Rainer Maria Rilke est sans doute le poète autrichien du XXe siècle le plus universellement reconnu, et il a entretenu avec le Valais un lien profond et documenté que je ne me lasse pas de raconter à mes visiteurs. Né le 4 décembre 1875 à Prague (alors ville de l’Empire austro-hongrois), il passe les cinq dernières années de sa vie dans notre région, au château de Muzot, à Veyras, près de Sierre.
Muzot : le château où naquirent les Élégies de Duino
En juillet 1921, grâce à la générosité de Werner Reinhart, mécène suisse qui lui loue puis lui offre la jouissance du château, Rilke s’installe dans cette tour médiévale surplombant les vignes valaisannes. Ce qu’il accomplit là est vertigineux : en février 1922, en l’espace de quelques semaines d’une fièvre créatrice exceptionnelle, il achève les Élégies de Duino — commencées dix ans plus tôt au château de Duino, en Italie — et rédige simultanément les Sonnets à Orphée, un cycle de cinquante-cinq poèmes.

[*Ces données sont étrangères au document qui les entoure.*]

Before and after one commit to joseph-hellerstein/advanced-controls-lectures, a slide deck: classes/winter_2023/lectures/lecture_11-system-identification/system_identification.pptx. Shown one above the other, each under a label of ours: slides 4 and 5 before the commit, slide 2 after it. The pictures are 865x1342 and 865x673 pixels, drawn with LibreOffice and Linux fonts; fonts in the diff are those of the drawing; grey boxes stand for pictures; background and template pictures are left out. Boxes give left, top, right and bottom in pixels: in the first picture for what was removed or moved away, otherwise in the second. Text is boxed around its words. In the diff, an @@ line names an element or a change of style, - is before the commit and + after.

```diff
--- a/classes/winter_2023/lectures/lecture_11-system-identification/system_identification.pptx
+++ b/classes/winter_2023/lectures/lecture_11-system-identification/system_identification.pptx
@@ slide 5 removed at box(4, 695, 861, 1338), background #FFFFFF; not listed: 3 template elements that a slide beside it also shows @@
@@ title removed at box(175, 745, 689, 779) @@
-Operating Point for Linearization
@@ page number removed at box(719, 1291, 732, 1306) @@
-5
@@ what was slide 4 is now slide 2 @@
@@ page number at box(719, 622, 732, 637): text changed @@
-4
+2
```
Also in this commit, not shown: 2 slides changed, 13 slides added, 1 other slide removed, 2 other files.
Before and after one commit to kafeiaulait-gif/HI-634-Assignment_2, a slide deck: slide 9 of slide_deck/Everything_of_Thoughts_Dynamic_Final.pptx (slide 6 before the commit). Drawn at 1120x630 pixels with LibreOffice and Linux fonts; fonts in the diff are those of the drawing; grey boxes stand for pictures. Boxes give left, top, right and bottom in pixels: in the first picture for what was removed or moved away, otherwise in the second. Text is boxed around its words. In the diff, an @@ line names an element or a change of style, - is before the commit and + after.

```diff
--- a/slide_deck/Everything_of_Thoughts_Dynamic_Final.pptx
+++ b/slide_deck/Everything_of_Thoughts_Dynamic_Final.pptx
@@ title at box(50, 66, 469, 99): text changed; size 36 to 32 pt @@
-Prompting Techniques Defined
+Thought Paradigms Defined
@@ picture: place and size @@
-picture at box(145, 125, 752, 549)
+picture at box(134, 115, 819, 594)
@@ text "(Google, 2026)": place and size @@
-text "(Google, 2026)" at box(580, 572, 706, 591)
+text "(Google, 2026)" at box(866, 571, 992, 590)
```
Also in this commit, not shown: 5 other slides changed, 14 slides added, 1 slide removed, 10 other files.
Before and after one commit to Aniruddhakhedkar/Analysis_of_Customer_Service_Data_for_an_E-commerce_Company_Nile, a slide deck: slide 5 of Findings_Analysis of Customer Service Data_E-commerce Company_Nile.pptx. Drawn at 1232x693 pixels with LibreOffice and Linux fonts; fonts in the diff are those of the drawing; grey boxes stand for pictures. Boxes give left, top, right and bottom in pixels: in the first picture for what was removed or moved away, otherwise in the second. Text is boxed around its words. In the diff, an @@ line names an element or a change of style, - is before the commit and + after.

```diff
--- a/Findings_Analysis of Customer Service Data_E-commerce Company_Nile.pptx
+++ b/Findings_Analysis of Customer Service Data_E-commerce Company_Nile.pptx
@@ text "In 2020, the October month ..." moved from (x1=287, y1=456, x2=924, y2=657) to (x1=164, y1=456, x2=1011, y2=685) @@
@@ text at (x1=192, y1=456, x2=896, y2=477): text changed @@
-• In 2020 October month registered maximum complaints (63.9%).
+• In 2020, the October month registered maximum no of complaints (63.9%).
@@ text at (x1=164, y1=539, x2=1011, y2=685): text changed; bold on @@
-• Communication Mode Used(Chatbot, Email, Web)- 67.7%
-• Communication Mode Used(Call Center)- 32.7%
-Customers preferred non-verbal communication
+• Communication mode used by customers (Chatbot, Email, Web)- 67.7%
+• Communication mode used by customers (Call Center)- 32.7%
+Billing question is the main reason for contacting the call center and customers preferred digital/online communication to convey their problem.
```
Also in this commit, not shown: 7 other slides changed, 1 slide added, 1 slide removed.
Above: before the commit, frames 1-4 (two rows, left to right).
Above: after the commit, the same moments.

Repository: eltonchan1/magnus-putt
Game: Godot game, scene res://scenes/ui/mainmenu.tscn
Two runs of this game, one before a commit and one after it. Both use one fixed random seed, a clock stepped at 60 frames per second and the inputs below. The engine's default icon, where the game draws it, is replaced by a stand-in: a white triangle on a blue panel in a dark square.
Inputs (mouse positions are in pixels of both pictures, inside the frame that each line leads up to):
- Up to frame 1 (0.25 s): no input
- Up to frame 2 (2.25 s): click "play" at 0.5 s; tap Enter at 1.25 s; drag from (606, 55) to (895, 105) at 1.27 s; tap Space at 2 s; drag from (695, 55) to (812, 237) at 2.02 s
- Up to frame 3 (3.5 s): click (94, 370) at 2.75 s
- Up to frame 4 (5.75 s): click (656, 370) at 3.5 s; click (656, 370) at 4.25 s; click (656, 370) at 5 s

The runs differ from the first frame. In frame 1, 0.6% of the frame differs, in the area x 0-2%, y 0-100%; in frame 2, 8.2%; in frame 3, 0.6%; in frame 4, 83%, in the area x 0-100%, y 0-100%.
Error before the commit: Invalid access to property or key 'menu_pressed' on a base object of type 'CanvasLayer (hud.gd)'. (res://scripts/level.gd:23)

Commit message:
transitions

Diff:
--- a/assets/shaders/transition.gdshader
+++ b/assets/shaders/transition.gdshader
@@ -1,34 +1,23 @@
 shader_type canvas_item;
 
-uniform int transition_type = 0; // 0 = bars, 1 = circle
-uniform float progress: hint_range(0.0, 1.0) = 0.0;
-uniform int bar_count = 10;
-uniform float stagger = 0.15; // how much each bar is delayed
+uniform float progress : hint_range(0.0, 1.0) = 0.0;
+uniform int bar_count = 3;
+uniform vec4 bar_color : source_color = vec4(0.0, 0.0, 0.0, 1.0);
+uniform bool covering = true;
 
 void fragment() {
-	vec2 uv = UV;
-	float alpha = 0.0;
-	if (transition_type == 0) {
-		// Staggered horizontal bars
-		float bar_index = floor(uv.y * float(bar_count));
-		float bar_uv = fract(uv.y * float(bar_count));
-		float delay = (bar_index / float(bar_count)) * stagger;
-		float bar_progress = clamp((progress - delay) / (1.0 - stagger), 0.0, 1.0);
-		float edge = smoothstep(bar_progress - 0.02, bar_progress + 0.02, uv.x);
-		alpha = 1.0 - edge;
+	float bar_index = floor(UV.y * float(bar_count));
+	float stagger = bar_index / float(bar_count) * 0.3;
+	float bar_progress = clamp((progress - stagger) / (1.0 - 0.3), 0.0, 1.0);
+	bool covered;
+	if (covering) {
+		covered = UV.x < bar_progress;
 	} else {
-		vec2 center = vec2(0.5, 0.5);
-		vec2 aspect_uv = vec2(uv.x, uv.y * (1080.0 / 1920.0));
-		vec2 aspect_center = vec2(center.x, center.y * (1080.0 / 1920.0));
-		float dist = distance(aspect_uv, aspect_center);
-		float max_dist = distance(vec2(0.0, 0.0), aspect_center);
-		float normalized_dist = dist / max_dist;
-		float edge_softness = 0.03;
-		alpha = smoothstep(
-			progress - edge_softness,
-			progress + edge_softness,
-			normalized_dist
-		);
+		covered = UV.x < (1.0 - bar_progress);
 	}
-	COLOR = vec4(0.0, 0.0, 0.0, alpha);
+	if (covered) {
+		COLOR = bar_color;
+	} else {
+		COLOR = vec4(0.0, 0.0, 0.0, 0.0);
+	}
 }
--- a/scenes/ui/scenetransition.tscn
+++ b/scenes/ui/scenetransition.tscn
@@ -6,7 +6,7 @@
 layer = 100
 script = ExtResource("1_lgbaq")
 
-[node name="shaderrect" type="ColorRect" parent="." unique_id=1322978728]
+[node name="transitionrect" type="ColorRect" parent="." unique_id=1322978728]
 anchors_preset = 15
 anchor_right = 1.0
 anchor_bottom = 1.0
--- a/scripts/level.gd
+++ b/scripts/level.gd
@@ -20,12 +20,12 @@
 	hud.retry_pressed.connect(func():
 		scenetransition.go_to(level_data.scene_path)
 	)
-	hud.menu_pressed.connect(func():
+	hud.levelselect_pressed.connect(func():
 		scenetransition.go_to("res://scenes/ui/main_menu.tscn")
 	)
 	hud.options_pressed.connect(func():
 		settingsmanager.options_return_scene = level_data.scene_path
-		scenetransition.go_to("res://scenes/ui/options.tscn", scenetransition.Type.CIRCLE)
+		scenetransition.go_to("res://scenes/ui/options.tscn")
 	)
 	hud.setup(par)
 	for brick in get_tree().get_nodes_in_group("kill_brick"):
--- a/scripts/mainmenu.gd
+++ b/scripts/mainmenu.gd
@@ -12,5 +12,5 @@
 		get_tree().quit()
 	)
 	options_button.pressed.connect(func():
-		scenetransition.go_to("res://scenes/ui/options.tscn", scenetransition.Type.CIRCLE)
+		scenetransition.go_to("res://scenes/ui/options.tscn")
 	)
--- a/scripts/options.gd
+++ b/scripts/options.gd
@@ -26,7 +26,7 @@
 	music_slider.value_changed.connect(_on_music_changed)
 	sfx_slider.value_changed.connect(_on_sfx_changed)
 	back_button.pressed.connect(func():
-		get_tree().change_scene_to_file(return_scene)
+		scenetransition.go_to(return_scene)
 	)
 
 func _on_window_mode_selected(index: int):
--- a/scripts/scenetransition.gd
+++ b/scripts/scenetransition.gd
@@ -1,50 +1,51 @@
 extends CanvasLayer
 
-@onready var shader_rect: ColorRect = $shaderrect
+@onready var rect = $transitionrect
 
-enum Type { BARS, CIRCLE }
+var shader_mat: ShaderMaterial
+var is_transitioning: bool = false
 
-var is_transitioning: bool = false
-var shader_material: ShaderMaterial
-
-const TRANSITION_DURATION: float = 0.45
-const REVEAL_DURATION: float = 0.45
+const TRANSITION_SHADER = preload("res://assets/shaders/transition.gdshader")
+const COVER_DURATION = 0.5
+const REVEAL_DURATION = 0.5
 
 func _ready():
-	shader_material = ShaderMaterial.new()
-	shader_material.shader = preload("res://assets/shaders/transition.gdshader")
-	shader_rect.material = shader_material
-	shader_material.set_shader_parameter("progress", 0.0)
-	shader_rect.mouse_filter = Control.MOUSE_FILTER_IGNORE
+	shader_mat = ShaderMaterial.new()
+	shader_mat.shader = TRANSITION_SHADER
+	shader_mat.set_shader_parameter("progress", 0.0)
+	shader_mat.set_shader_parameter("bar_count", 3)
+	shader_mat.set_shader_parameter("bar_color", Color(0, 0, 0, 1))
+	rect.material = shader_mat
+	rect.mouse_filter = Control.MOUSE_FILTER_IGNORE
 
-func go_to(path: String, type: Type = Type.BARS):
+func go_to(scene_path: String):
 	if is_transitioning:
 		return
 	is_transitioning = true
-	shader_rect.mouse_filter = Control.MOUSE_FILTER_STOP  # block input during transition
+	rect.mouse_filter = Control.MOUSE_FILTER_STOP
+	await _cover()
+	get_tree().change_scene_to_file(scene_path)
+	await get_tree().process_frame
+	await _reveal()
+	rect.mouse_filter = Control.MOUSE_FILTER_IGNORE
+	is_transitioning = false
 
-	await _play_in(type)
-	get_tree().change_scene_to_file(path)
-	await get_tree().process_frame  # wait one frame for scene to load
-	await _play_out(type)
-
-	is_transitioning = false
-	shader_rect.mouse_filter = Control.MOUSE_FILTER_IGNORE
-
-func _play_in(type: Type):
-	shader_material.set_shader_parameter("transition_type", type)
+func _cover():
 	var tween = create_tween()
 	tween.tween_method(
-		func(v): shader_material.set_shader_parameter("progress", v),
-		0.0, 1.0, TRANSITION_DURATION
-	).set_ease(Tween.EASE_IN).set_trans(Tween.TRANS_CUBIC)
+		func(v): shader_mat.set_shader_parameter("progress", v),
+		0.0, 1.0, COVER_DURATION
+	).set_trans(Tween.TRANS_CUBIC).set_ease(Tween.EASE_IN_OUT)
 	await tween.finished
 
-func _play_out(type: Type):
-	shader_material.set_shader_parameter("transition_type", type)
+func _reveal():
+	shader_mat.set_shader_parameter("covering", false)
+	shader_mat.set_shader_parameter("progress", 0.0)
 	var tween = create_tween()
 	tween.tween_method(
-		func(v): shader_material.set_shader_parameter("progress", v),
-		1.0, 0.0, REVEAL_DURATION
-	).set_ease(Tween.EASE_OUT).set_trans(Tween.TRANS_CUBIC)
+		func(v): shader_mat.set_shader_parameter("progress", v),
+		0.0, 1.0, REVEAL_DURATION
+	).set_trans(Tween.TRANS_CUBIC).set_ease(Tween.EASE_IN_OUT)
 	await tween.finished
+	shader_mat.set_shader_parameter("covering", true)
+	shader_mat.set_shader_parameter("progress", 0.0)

Dans une lettre à sa traductrice polonaise Witold Hulewicz (datée du 13 novembre 1925), Rilke décrit lui-même les Élégies comme une affirmation de la vie terrestre, une tentative de réconcilier l’humain avec sa condition mortelle. Cette lettre est conservée et publiée — elle est vérifiable.
Je me souviens de ma première visite à Muzot, il y a une dizaine d’années. La tour se dresse toujours dans les vignes, austère et silencieuse. On comprend pourquoi cet homme épuisé, cherchant le calme loin de Berlin et de Paris, a trouvé là quelque chose d’essentiel. Le Valais offre ce que peu de régions peuvent donner : une verticalité absolue, entre la plaine du Rhône et les sommets, qui force l’introspection.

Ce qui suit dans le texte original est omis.